Records provided Block Start

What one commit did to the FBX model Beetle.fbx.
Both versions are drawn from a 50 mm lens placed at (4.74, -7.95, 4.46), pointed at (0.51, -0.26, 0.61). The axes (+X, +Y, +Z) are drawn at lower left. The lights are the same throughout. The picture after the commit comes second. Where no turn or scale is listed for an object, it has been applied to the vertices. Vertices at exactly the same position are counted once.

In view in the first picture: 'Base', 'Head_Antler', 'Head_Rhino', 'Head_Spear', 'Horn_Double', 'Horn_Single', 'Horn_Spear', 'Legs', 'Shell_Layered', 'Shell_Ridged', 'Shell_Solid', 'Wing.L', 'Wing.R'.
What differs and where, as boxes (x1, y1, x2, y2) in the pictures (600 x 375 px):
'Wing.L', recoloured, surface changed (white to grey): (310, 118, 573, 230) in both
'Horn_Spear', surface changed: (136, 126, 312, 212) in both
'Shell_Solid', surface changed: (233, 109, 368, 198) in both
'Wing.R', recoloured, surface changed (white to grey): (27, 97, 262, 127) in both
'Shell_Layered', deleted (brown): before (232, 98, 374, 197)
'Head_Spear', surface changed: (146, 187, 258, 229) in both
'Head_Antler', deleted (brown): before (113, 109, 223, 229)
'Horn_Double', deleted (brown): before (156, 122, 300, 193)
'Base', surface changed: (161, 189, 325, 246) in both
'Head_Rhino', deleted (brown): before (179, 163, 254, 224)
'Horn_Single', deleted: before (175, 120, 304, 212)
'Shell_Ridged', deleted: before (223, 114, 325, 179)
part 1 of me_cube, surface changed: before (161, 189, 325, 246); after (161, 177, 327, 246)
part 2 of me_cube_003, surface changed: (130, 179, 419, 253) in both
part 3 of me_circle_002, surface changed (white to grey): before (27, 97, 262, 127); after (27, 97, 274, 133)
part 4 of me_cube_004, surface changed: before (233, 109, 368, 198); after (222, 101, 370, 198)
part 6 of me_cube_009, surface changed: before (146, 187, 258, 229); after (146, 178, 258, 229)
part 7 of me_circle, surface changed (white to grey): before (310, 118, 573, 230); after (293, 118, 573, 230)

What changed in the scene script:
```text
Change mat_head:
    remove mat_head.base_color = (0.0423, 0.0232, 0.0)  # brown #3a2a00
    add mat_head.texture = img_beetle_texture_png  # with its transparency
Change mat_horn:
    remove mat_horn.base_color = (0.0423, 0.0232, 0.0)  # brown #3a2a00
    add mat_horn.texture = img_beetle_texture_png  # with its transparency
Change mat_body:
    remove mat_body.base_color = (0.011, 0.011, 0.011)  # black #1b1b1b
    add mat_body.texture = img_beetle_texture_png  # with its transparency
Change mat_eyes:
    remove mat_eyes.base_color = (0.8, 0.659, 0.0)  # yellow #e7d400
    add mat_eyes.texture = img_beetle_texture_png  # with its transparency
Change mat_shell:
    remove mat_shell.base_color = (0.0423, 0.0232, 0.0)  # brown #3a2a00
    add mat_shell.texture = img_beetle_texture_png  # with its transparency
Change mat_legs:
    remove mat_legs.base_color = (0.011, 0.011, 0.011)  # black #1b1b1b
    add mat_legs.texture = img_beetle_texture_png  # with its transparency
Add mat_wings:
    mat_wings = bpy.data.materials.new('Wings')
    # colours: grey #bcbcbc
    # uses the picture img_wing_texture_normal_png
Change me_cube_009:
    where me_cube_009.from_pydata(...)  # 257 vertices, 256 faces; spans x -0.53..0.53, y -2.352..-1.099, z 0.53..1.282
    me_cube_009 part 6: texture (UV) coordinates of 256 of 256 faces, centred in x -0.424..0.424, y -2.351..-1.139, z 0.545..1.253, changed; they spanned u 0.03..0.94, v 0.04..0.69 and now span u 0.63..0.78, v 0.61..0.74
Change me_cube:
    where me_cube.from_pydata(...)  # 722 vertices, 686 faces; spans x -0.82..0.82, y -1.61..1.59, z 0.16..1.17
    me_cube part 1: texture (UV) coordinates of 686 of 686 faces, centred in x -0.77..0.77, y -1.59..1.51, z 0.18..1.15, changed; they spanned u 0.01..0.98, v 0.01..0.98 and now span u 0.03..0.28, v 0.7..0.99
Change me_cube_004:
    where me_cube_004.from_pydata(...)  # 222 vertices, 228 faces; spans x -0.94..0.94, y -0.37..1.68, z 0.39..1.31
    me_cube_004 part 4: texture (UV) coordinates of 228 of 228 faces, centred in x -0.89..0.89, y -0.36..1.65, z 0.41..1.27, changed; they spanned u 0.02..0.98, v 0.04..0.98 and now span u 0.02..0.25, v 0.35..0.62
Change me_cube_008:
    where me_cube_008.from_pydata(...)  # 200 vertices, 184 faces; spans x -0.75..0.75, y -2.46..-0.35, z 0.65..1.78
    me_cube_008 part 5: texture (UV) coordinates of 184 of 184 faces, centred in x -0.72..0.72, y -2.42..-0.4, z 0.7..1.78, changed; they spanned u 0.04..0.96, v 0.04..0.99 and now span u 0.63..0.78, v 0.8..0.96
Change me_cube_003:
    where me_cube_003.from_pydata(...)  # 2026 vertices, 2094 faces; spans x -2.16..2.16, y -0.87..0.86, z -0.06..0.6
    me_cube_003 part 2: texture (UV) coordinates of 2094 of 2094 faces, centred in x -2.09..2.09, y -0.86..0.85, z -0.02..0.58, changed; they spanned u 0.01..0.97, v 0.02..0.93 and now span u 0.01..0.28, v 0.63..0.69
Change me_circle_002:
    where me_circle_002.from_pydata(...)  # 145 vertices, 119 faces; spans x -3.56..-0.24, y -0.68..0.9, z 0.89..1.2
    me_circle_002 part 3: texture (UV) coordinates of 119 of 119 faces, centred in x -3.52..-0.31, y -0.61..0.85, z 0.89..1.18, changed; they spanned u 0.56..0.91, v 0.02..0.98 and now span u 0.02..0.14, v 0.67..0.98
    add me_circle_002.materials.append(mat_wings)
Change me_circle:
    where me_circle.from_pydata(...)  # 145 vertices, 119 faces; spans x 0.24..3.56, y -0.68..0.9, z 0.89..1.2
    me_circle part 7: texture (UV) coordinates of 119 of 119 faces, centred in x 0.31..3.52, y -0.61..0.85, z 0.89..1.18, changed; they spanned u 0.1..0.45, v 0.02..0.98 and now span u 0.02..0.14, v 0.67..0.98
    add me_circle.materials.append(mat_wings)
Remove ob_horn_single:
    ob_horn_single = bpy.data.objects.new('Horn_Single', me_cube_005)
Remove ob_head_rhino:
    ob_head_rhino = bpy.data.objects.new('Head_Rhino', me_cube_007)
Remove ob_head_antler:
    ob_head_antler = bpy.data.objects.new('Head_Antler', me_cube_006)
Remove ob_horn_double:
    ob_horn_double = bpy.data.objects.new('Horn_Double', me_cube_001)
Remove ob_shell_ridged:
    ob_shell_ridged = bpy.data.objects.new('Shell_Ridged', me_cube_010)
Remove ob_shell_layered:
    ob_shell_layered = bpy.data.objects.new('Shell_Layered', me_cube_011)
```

Records provided Block End

* What to produce: If a line in the data above includes the string "spans", copy it.

* Result of this exercise:
    where me_cube_009.from_pydata(...)  # 257 vertices, 256 faces; spans x -0.53..0.53, y -2.352..-1.099, z 0.53..1.282
    where me_cube.from_pydata(...)  # 722 vertices, 686 faces; spans x -0.82..0.82, y -1.61..1.59, z 0.16..1.17
    where me_cube_004.from_pydata(...)  # 222 vertices, 228 faces; spans x -0.94..0.94, y -0.37..1.68, z 0.39..1.31
    where me_cube_008.from_pydata(...)  # 200 vertices, 184 faces; spans x -0.75..0.75, y -2.46..-0.35, z 0.65..1.78
    where me_cube_003.from_pydata(...)  # 2026 vertices, 2094 faces; spans x -2.16..2.16, y -0.87..0.86, z -0.06..0.6
    where me_circle_002.from_pydata(...)  # 145 vertices, 119 faces; spans x -3.56..-0.24, y -0.68..0.9, z 0.89..1.2
    where me_circle.from_pydata(...)  # 145 vertices, 119 faces; spans x 0.24..3.56, y -0.68..0.9, z 0.89..1.2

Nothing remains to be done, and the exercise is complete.